Bölüm 23

6K 317 27
                                    

Çiftlikte sorun çıkaran hayvanlarla çoktan ilgilenilmişti. Hepsi iyi durumda ve en önemlisi sağlıklıydılar. Mevsimin de yardımı ile köyden köye dolaşan salgın, çiftlikte çok büyük bir hasara yol açmadan silinmişti.  

O sabah güneş yüzünü göstermemişti onlara. Bir sigara dumanının griliğine sahip bulutlar gökyüzünü kaplamış, sanki duygulara sahip kasvetli bir varlıkmış gibi insanları da boğuyorlardı. Hava soğuk ve yıkıcıydı. Yerler yoğun bir şekilde karlarla kaplıydı. Ama hava daha da yağacağının haberini çoktan vermiş, işçiler de hızlıca gerekli yerleri temizlemişlerdi karlardan. Öyle ki beklenen kar yağışının gelmesi de yarım saati bulmamıştı.

Ekin, uyandığında yorgun ve huzurluydu. Hastalığı henüz tam olarak geçmemişti. Düzenli olarak birkaç gündür iğne vurulsa da, çok kötü hastalandığından iyileşmesi de uzun sürmüştü.

Uykulu gözlerini araladığında odaya yeteri kadar dolmayan ışık yüzünden suratını buruşturdu. Bugün yine kar yağacaktı, belli olmuştu. Uyurken gevşeyen kollarını gerip, esnedi. Yüzüne gelen saçlarını zorlukla uzaklaştırabildi. Yerinden doğrulduğunda yatağa dağılan peçeteler çarptı gözüne.

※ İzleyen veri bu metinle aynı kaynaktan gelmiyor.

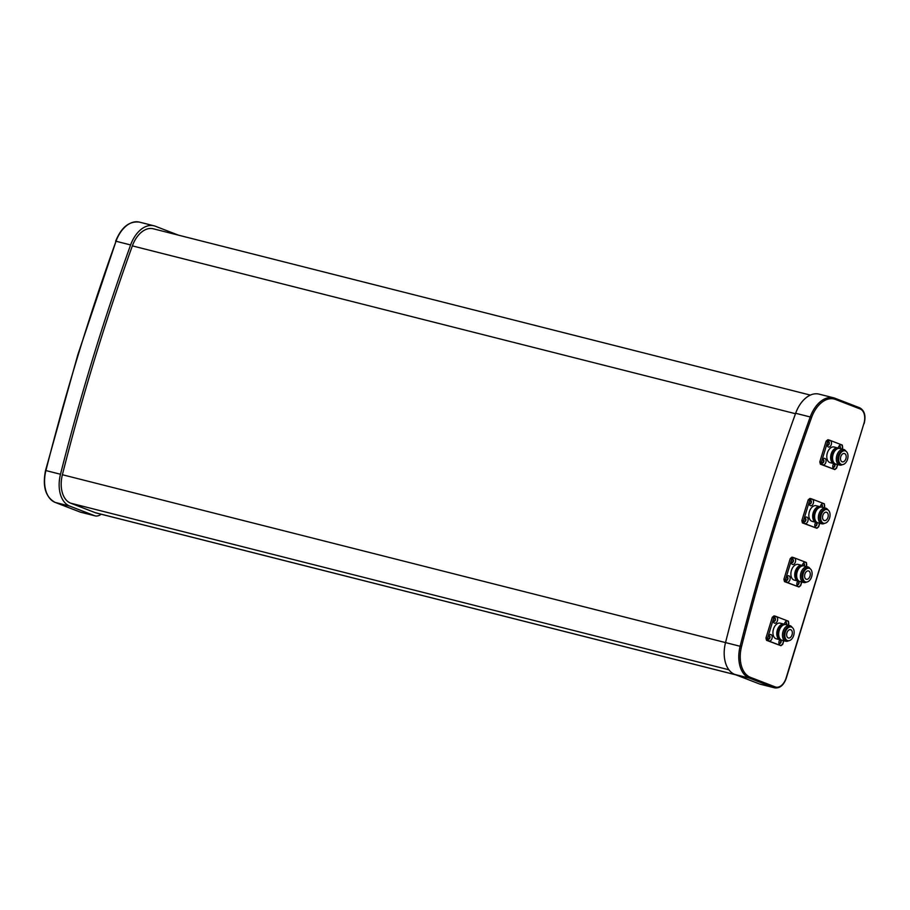 <?xml version="1.0" encoding="UTF-8"?>
<svg xmlns="http://www.w3.org/2000/svg" width="910" height="910" viewBox="0 0 910 910"><rect width="100%" height="100%" fill="white"/><g stroke="black" fill="none" stroke-linecap="round" stroke-linejoin="round"><path stroke-width="1.36" d="M101.124 514.207A13.332 8.463 -75.8 0 1 95.129 515.868A13.332 8.463 -75.8 0 1 94.503 515.663L69.786 506.119A28.699 18.223 -75.8 0 1 60.492 474.258A1555.656 987.418 -75.8 0 1 92.786 358.54A1555.656 987.418 -75.8 0 1 130.608 244.949A28.699 18.223 -75.8 0 1 154.018 225.805A28.699 18.223 -75.8 0 1 155.36 226.237L178.542 235.189M787.434 640.56A7.053 4.47 104.2 0 0 787.764 640.663A7.053 4.47 104.2 0 0 793.759 635.191A7.053 4.47 104.2 0 0 791.552 627.104A7.053 4.47 104.2 0 0 791.222 626.99A7.053 4.47 104.2 0 0 785.228 632.473A7.053 4.47 104.2 0 0 787.434 640.56M790.619 626.865A7.053 4.47 104.2 0 0 790.301 626.762A7.053 4.47 104.2 0 0 784.306 632.234A7.053 4.47 104.2 0 0 786.513 640.321A7.053 4.47 104.2 0 0 786.843 640.424A7.053 4.47 104.2 0 0 787.173 640.492M786.331 624.704A1.797 1.137 104.2 0 0 785.921 622.224A1.797 1.137 104.2 0 0 785.842 622.201A1.797 1.137 104.2 0 0 785.011 622.429M767.801 638.592A1.797 1.137 104.2 0 0 768.336 639.173A1.797 1.137 104.2 0 0 768.415 639.195A1.797 1.137 104.2 0 0 769.94 637.808A1.797 1.137 104.2 0 0 769.382 635.749A1.797 1.137 104.2 0 0 769.291 635.726A1.797 1.137 104.2 0 0 768.472 635.965M778.903 642.881A1.797 1.137 104.2 0 0 779.426 643.461A1.797 1.137 104.2 0 0 779.506 643.484A1.797 1.137 104.2 0 0 781.042 642.096A1.797 1.137 104.2 0 0 780.473 640.037A1.797 1.137 104.2 0 0 780.393 640.003A1.797 1.137 104.2 0 0 779.563 640.242M773.25 620.791A1.797 1.137 104.2 0 0 773.773 621.359A1.797 1.137 104.2 0 0 773.864 621.393A1.797 1.137 104.2 0 0 775.388 619.994A1.797 1.137 104.2 0 0 774.819 617.935A1.797 1.137 104.2 0 0 774.74 617.913A1.797 1.137 104.2 0 0 773.921 618.152M785.023 624.522A8.076 5.119 104.2 0 0 784.477 624.26A8.076 5.119 104.2 0 0 784.101 624.135A8.076 5.119 104.2 0 0 777.231 630.403A8.076 5.119 104.2 0 0 779.756 639.673A8.076 5.119 104.2 0 0 780.132 639.787A8.076 5.119 104.2 0 0 781.133 639.878M780.632 623.282A8.076 5.119 104.2 0 0 780.257 623.168A8.076 5.119 104.2 0 0 773.386 629.436A8.076 5.119 104.2 0 0 775.923 638.695A8.076 5.119 104.2 0 0 776.298 638.82A8.076 5.119 104.2 0 0 776.685 638.888M788.686 640.742A8.076 5.119 -75.8 0 1 785.819 641.231A8.076 5.119 -75.8 0 1 785.444 641.106A8.076 5.119 -75.8 0 1 782.907 631.847A8.076 5.119 -75.8 0 1 789.778 625.568A8.076 5.119 -75.8 0 1 790.153 625.693A8.076 5.119 -75.8 0 1 792.075 627.365M786.388 624.738A8.076 5.119 104.2 0 0 786.012 624.624A8.076 5.119 104.2 0 0 781.087 626.956A8.076 5.119 104.2 0 0 778.823 635.874A8.076 5.119 104.2 0 0 781.679 640.151A8.076 5.119 104.2 0 0 782.054 640.276A8.076 5.119 104.2 0 0 782.441 640.344M790.744 629.72A4.311 2.73 104.2 0 0 790.551 629.652A4.311 2.73 104.2 0 0 786.888 632.996A4.311 2.73 104.2 0 0 788.231 637.933A4.311 2.73 104.2 0 0 788.435 638.001A4.311 2.73 104.2 0 0 792.098 634.657A4.311 2.73 104.2 0 0 790.744 629.72M784.397 624.226A3.333 2.116 -75.8 0 1 785.33 621.962A3.333 2.116 -75.8 0 1 787.525 621.041A3.333 2.116 -75.8 0 1 788.447 625.238M783.248 640.572A3.333 2.116 -75.8 0 1 782.486 644.075A3.333 2.116 -75.8 0 1 780.132 645.213A3.333 2.116 -75.8 0 1 778.949 643.45A3.333 2.116 -75.8 0 1 779.881 639.764A3.333 2.116 -75.8 0 1 779.915 639.73M774.478 623.122A3.333 2.116 -75.8 0 1 773.307 621.359A3.333 2.116 -75.8 0 1 774.239 617.674A3.333 2.116 -75.8 0 1 776.423 616.764A3.333 2.116 -75.8 0 1 777.436 620.711A3.333 2.116 -75.8 0 1 774.478 623.122M769.03 640.936A3.333 2.116 -75.8 0 1 767.858 639.173A3.333 2.116 -75.8 0 1 768.791 635.487A3.333 2.116 -75.8 0 1 770.975 634.577A3.333 2.116 -75.8 0 1 771.987 638.513A3.333 2.116 -75.8 0 1 769.03 640.936M805.384 581.843A7.053 4.47 104.2 0 0 805.714 581.945A7.053 4.47 104.2 0 0 811.709 576.474A7.053 4.47 104.2 0 0 809.502 568.386A7.053 4.47 104.2 0 0 809.172 568.272A7.053 4.47 104.2 0 0 803.177 573.755A7.053 4.47 104.2 0 0 805.384 581.843M808.581 568.147A7.053 4.47 104.2 0 0 808.251 568.045A7.053 4.47 104.2 0 0 802.256 573.516A7.053 4.47 104.2 0 0 804.463 581.604A7.053 4.47 104.2 0 0 804.793 581.706A7.053 4.47 104.2 0 0 805.134 581.774M804.281 565.986A1.797 1.137 104.2 0 0 803.871 563.506A1.797 1.137 104.2 0 0 803.792 563.483A1.797 1.137 104.2 0 0 802.961 563.711M785.751 579.886A1.797 1.137 104.2 0 0 786.285 580.455A1.797 1.137 104.2 0 0 786.365 580.478A1.797 1.137 104.2 0 0 787.889 579.09A1.797 1.137 104.2 0 0 787.332 577.031A1.797 1.137 104.2 0 0 787.252 577.008A1.797 1.137 104.2 0 0 786.422 577.247M796.853 584.163A1.797 1.137 104.2 0 0 797.376 584.743A1.797 1.137 104.2 0 0 797.467 584.766A1.797 1.137 104.2 0 0 798.991 583.378A1.797 1.137 104.2 0 0 798.423 581.319A1.797 1.137 104.2 0 0 798.343 581.285A1.797 1.137 104.2 0 0 797.513 581.524M791.199 562.073A1.797 1.137 104.2 0 0 791.734 562.642A1.797 1.137 104.2 0 0 791.814 562.676A1.797 1.137 104.2 0 0 793.338 561.277A1.797 1.137 104.2 0 0 792.781 559.218A1.797 1.137 104.2 0 0 792.69 559.195A1.797 1.137 104.2 0 0 791.871 559.434M802.973 565.804A8.076 5.119 104.2 0 0 802.427 565.542A8.076 5.119 104.2 0 0 802.051 565.417A8.076 5.119 104.2 0 0 795.181 571.685A8.076 5.119 104.2 0 0 797.717 580.955A8.076 5.119 104.2 0 0 798.093 581.069A8.076 5.119 104.2 0 0 799.082 581.16M798.582 564.564A8.076 5.119 104.2 0 0 798.207 564.45A8.076 5.119 104.2 0 0 791.336 570.718A8.076 5.119 104.2 0 0 793.873 579.977A8.076 5.119 104.2 0 0 794.248 580.102A8.076 5.119 104.2 0 0 794.635 580.17M806.647 582.025A8.076 5.119 -75.8 0 1 803.769 582.514A8.076 5.119 -75.8 0 1 803.393 582.389A8.076 5.119 -75.8 0 1 800.868 573.129A8.076 5.119 -75.8 0 1 807.727 566.862A8.076 5.119 -75.8 0 1 808.103 566.976A8.076 5.119 -75.8 0 1 810.025 568.648M804.349 566.02A8.076 5.119 104.2 0 0 803.974 565.906A8.076 5.119 104.2 0 0 799.037 568.238A8.076 5.119 104.2 0 0 796.773 577.156A8.076 5.119 104.2 0 0 799.628 581.433A8.076 5.119 104.2 0 0 800.004 581.558A8.076 5.119 104.2 0 0 800.39 581.626M808.694 571.002A4.311 2.73 104.2 0 0 808.501 570.934A4.311 2.73 104.2 0 0 804.838 574.278A4.311 2.73 104.2 0 0 806.18 579.215A4.311 2.73 104.2 0 0 806.385 579.283A4.311 2.73 104.2 0 0 810.048 575.939A4.311 2.73 104.2 0 0 808.694 571.002M802.347 565.508A3.333 2.116 -75.8 0 1 803.28 563.245A3.333 2.116 -75.8 0 1 805.475 562.323A3.333 2.116 -75.8 0 1 806.396 566.52M801.198 581.854A3.333 2.116 -75.8 0 1 800.436 585.357A3.333 2.116 -75.8 0 1 798.081 586.495A3.333 2.116 -75.8 0 1 796.91 584.732A3.333 2.116 -75.8 0 1 797.831 581.046A3.333 2.116 -75.8 0 1 797.865 581.012M792.428 564.405A3.333 2.116 -75.8 0 1 791.256 562.642A3.333 2.116 -75.8 0 1 792.189 558.956A3.333 2.116 -75.8 0 1 794.373 558.046A3.333 2.116 -75.8 0 1 795.385 561.993A3.333 2.116 -75.8 0 1 792.428 564.405M786.991 582.218A3.333 2.116 -75.8 0 1 785.808 580.455A3.333 2.116 -75.8 0 1 786.74 576.769A3.333 2.116 -75.8 0 1 788.936 575.859A3.333 2.116 -75.8 0 1 789.937 579.795A3.333 2.116 -75.8 0 1 786.991 582.218M841.284 464.407A7.053 4.47 104.2 0 0 841.613 464.51A7.053 4.47 104.2 0 0 847.608 459.038A7.053 4.47 104.2 0 0 845.401 450.95A7.053 4.47 104.2 0 0 845.071 450.848A7.053 4.47 104.2 0 0 839.077 456.32A7.053 4.47 104.2 0 0 841.284 464.407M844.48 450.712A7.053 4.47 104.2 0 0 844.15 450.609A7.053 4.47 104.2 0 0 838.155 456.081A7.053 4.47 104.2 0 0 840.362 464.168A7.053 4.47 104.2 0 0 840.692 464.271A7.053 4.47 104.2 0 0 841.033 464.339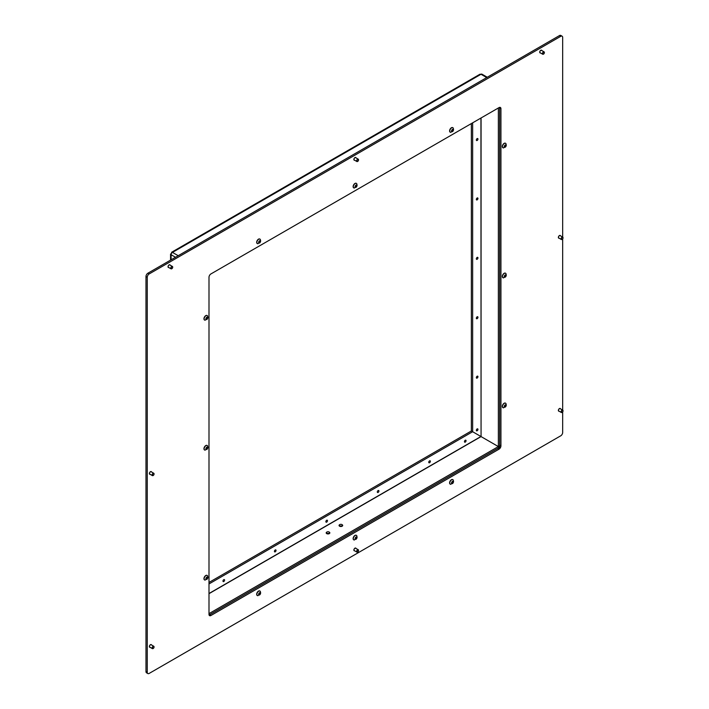 <?xml version="1.0" encoding="UTF-8"?>
<svg xmlns="http://www.w3.org/2000/svg" width="709" height="709" viewBox="0 0 709 709"><rect width="100%" height="100%" fill="white"/><g stroke="black" fill="none" stroke-linecap="round" stroke-linejoin="round"><path stroke-width="1.06" d="M354.651 160.234A1.542 0.895 -60 0 1 354.19 160.181A1.542 0.895 -60 0 1 353.871 159.472A1.542 0.895 -60 0 1 354.544 157.921A1.542 0.895 -60 0 1 355.741 157.504A1.542 0.895 -60 0 1 356.015 157.868M559.135 238.206A1.542 0.895 -60 0 1 558.683 238.153A1.542 0.895 -60 0 1 558.364 237.444A1.542 0.895 -60 0 1 559.038 235.884A1.542 0.895 -60 0 1 560.225 235.468A1.542 0.895 -60 0 1 560.5 235.84M150.157 474.321A1.542 0.895 -60 0 1 149.705 474.268A1.542 0.895 -60 0 1 149.386 473.559A1.542 0.895 -60 0 1 150.06 472.008A1.542 0.895 -60 0 1 151.247 471.591A1.542 0.895 -60 0 1 151.522 471.964M540.488 52.945A1.542 0.895 -60 0 1 540.036 52.891A1.542 0.895 -60 0 1 539.717 52.182A1.542 0.895 -60 0 1 540.391 50.623A1.542 0.895 -60 0 1 541.579 50.206A1.542 0.895 -60 0 1 541.853 50.578M168.804 267.532A1.542 0.895 -60 0 1 168.352 267.479A1.542 0.895 -60 0 1 168.033 266.77A1.542 0.895 -60 0 1 168.707 265.21A1.542 0.895 -60 0 1 169.903 264.803A1.542 0.895 -60 0 1 170.169 265.166M559.135 411.211A1.542 0.895 -60 0 1 558.683 411.158A1.542 0.895 -60 0 1 558.364 410.449A1.542 0.895 -60 0 1 559.038 408.898A1.542 0.895 -60 0 1 560.225 408.481A1.542 0.895 -60 0 1 560.5 408.845M150.157 647.335A1.542 0.895 -60 0 1 149.705 647.282A1.542 0.895 -60 0 1 149.386 646.573A1.542 0.895 -60 0 1 150.06 645.013A1.542 0.895 -60 0 1 151.247 644.605A1.542 0.895 -60 0 1 151.522 644.968M354.651 550.804A1.542 0.895 -60 0 1 354.19 550.751A1.542 0.895 -60 0 1 353.871 550.042A1.542 0.895 -60 0 1 354.544 548.491A1.542 0.895 -60 0 1 355.741 548.075A1.542 0.895 -60 0 1 356.015 548.447M562.671 411.929L562.671 432.463A2.73 1.578 -60 0 1 560.739 435.805L149.191 673.417A2.73 1.578 -60 0 1 147.827 673.55A2.73 1.578 -60 0 1 147.259 672.3L147.259 277.272A2.73 1.578 -60 0 1 149.191 273.931L560.739 36.327A2.73 1.578 -60 0 1 562.104 36.194A2.73 1.578 -60 0 1 562.671 37.444L562.671 237.09M147.827 673.55L146.541 672.806A2.73 1.578 -60 0 1 145.974 671.556L145.974 276.537A2.73 1.578 -60 0 1 147.906 273.195L559.454 35.583A2.73 1.578 -60 0 1 560.819 35.45L562.104 36.194M562.671 238.924L562.671 410.103M209.075 614.987A2.73 1.578 120 0 0 209.634 614.756L497.727 448.434A2.73 1.578 120 0 0 499.65 445.092L499.65 107.981A2.73 1.578 120 0 0 499.57 107.387M499.012 449.178A2.73 1.578 120 0 0 500.935 445.828L500.935 108.725A2.73 1.578 120 0 0 500.377 107.476A2.73 1.578 120 0 0 499.012 107.608L210.928 273.931A2.73 1.578 120 0 0 208.995 277.272L208.995 614.384A2.73 1.578 120 0 0 209.563 615.634A2.73 1.578 120 0 0 210.928 615.501L499.012 449.178L497.727 448.434M476.342 258.812A1.134 0.656 -60 0 1 476.838 257.668A1.134 0.656 -60 0 1 477.715 257.358A1.134 0.656 -60 0 1 477.946 257.881A1.134 0.656 -60 0 1 477.449 259.024A1.134 0.656 -60 0 1 476.581 259.326A1.134 0.656 -60 0 1 476.342 258.812M476.342 199.406A1.134 0.656 -60 0 1 476.838 198.263A1.134 0.656 -60 0 1 477.715 197.953A1.134 0.656 -60 0 1 477.946 198.476A1.134 0.656 -60 0 1 477.449 199.619A1.134 0.656 -60 0 1 476.581 199.929A1.134 0.656 -60 0 1 476.342 199.406M476.342 140.001A1.134 0.656 -60 0 1 476.838 138.858A1.134 0.656 -60 0 1 477.715 138.556A1.134 0.656 -60 0 1 477.946 139.079A1.134 0.656 -60 0 1 477.449 140.222A1.134 0.656 -60 0 1 476.581 140.524A1.134 0.656 -60 0 1 476.342 140.001M222.98 581.061A1.134 0.656 -60 0 1 223.477 579.918A1.134 0.656 -60 0 1 224.354 579.616A1.134 0.656 -60 0 1 224.585 580.139A1.134 0.656 -60 0 1 224.088 581.283A1.134 0.656 -60 0 1 223.22 581.584A1.134 0.656 -60 0 1 222.98 581.061M274.427 551.363A1.134 0.656 -60 0 1 274.924 550.219A1.134 0.656 -60 0 1 275.801 549.918A1.134 0.656 -60 0 1 276.031 550.432A1.134 0.656 -60 0 1 275.535 551.575A1.134 0.656 -60 0 1 274.658 551.886A1.134 0.656 -60 0 1 274.427 551.363M464.448 441.654A1.134 0.656 -60 0 1 464.944 440.511A1.134 0.656 -60 0 1 465.813 440.209A1.134 0.656 -60 0 1 466.052 440.723A1.134 0.656 -60 0 1 465.556 441.875A1.134 0.656 -60 0 1 464.679 442.177A1.134 0.656 -60 0 1 464.448 441.654M377.312 491.957A1.134 0.656 -60 0 1 377.808 490.814A1.134 0.656 -60 0 1 378.686 490.513A1.134 0.656 -60 0 1 378.916 491.036A1.134 0.656 -60 0 1 378.42 492.179A1.134 0.656 -60 0 1 377.551 492.48A1.134 0.656 -60 0 1 377.312 491.957M476.342 377.613A1.134 0.656 -60 0 1 476.838 376.47A1.134 0.656 -60 0 1 477.715 376.16A1.134 0.656 -60 0 1 477.946 376.683A1.134 0.656 -60 0 1 477.449 377.826A1.134 0.656 -60 0 1 476.581 378.136A1.134 0.656 -60 0 1 476.342 377.613M476.342 318.208A1.134 0.656 -60 0 1 476.838 317.065A1.134 0.656 -60 0 1 477.715 316.763A1.134 0.656 -60 0 1 477.946 317.286A1.134 0.656 -60 0 1 477.449 318.43A1.134 0.656 -60 0 1 476.581 318.731A1.134 0.656 -60 0 1 476.342 318.208M325.865 521.664A1.134 0.656 -60 0 1 326.362 520.521A1.134 0.656 -60 0 1 327.239 520.211A1.134 0.656 -60 0 1 327.478 520.734A1.134 0.656 -60 0 1 326.982 521.877A1.134 0.656 -60 0 1 326.105 522.178A1.134 0.656 -60 0 1 325.865 521.664M428.759 462.259A1.134 0.656 -60 0 1 429.255 461.116A1.134 0.656 -60 0 1 430.124 460.815A1.134 0.656 -60 0 1 430.363 461.329A1.134 0.656 -60 0 1 429.867 462.481A1.134 0.656 -60 0 1 428.989 462.782A1.134 0.656 -60 0 1 428.759 462.259M476.342 430.336A1.134 0.656 -60 0 1 476.838 429.184A1.134 0.656 -60 0 1 477.715 428.883A1.134 0.656 -60 0 1 477.946 429.406A1.134 0.656 -60 0 1 477.449 430.549A1.134 0.656 -60 0 1 476.581 430.85A1.134 0.656 -60 0 1 476.342 430.336M471.361 123.57L471.361 430.983L499.083 446.989L498.365 446.573L208.995 613.639M487.287 77.254L481.96 74.179A1.905 1.099 120 0 0 481.003 74.268L479.966 74.223L171.596 252.262L172.473 252.404A1.905 1.099 120 0 0 171.117 254.744L170.559 254.052L171.463 253.512M208.995 582.452L471.361 430.983L472.646 431.728L208.995 583.941M171.596 252.262L171.569 253.308M472.646 122.834L472.646 431.728L480.941 436.514L208.995 593.522M481.065 117.969L481.065 436.584L480.941 118.04M499.65 107.369L499.65 447.317L209.102 615.066M499.083 446.989L498.365 446.573L498.365 107.981M326.707 532.202A1.471 0.851 -0 0 0 327.328 533.354A1.471 0.851 -0 0 0 329.322 533A1.471 0.851 -0 0 0 329.056 531.998A1.471 0.851 -0 0 0 326.973 531.998A1.471 0.851 -0 0 0 326.707 532.202M329.162 532.069A1.817 1.046 180 0 1 329.304 532.14A1.817 1.046 180 0 1 329.836 532.884A1.817 1.046 180 0 1 329.623 533.372A1.817 1.046 180 0 1 327.576 533.904A1.817 1.046 180 0 1 326.193 532.884A1.817 1.046 180 0 1 326.406 532.397A1.817 1.046 180 0 1 326.725 532.14A1.817 1.046 180 0 1 326.867 532.069M543.502 54.106A1.365 0.789 -60 0 1 543.413 54.168A1.365 0.789 -60 0 1 542.731 54.239L540.107 52.723A1.365 0.789 -60 0 1 539.912 51.589A1.365 0.789 -60 0 1 541.472 50.357L544.095 51.872A1.365 0.789 -60 0 1 544.379 52.493A1.365 0.789 -60 0 1 544.37 52.608M544.308 53.113A1.117 0.647 120 0 0 544.379 52.696A1.117 0.647 120 0 0 543.75 52.165A1.117 0.647 120 0 0 542.864 53.193A1.117 0.647 120 0 0 543.581 54.07A1.117 0.647 120 0 0 544.308 53.113M542.731 54.239A1.365 0.789 -60 0 1 542.536 53.104A1.365 0.789 -60 0 1 544.095 51.872M153.171 648.505A1.365 0.789 -60 0 1 153.082 648.558A1.365 0.789 -60 0 1 152.4 648.629L149.776 647.113A1.365 0.789 -60 0 1 149.581 645.979A1.365 0.789 -60 0 1 151.141 644.747L153.764 646.262A1.365 0.789 -60 0 1 154.048 646.892A1.365 0.789 -60 0 1 154.039 646.998M153.977 647.503A1.117 0.647 120 0 0 154.048 647.087A1.117 0.647 120 0 0 153.419 646.555A1.117 0.647 120 0 0 152.532 647.583A1.117 0.647 120 0 0 153.259 648.46A1.117 0.647 120 0 0 153.977 647.503M152.4 648.629A1.365 0.789 -60 0 1 152.205 647.494A1.365 0.789 -60 0 1 153.764 646.262M562.148 412.381A1.365 0.789 -60 0 1 562.06 412.434A1.365 0.789 -60 0 1 561.377 412.505L558.754 410.99A1.365 0.789 -60 0 1 558.559 409.855A1.365 0.789 -60 0 1 560.119 408.623L562.742 410.139A1.365 0.789 -60 0 1 563.026 410.768A1.365 0.789 -60 0 1 563.017 410.874M562.955 411.38A1.117 0.647 120 0 0 563.026 410.963A1.117 0.647 120 0 0 562.397 410.431A1.117 0.647 120 0 0 561.51 411.468A1.117 0.647 120 0 0 562.237 412.337A1.117 0.647 120 0 0 562.955 411.38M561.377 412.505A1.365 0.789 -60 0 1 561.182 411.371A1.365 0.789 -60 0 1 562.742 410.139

Bütün gece hastalığının getirdiği sancılardan kıvranmış, öksürükler yüzünden artık düzgün nefes alamaz hale gelmişti. Sesine gelen kişi Ali idi. Genç kızın halini gördüğünde önce ateşini kontrol etmiş, olmadığını gördüğünde beklemesini söyleyip odadan ayrılmıştı. Ekin ara ara öksürerek onu beklemişti bir süre. Gecenin bir vakti olduğu için özellikle sesini azaltmaya çalışmıştı. Daha önce de defalarca kez onları uykularından uyandırmıştı zaten. Ali geri geldiğinde elindeki tepside; su, birkaç atıştırmadık yiyecek ve dumanı tüten bir bitki çayı getirmişti. Ekin rahatlayıncaya kadar onunla ilgilenmiş, sonra da odasına gitmişti.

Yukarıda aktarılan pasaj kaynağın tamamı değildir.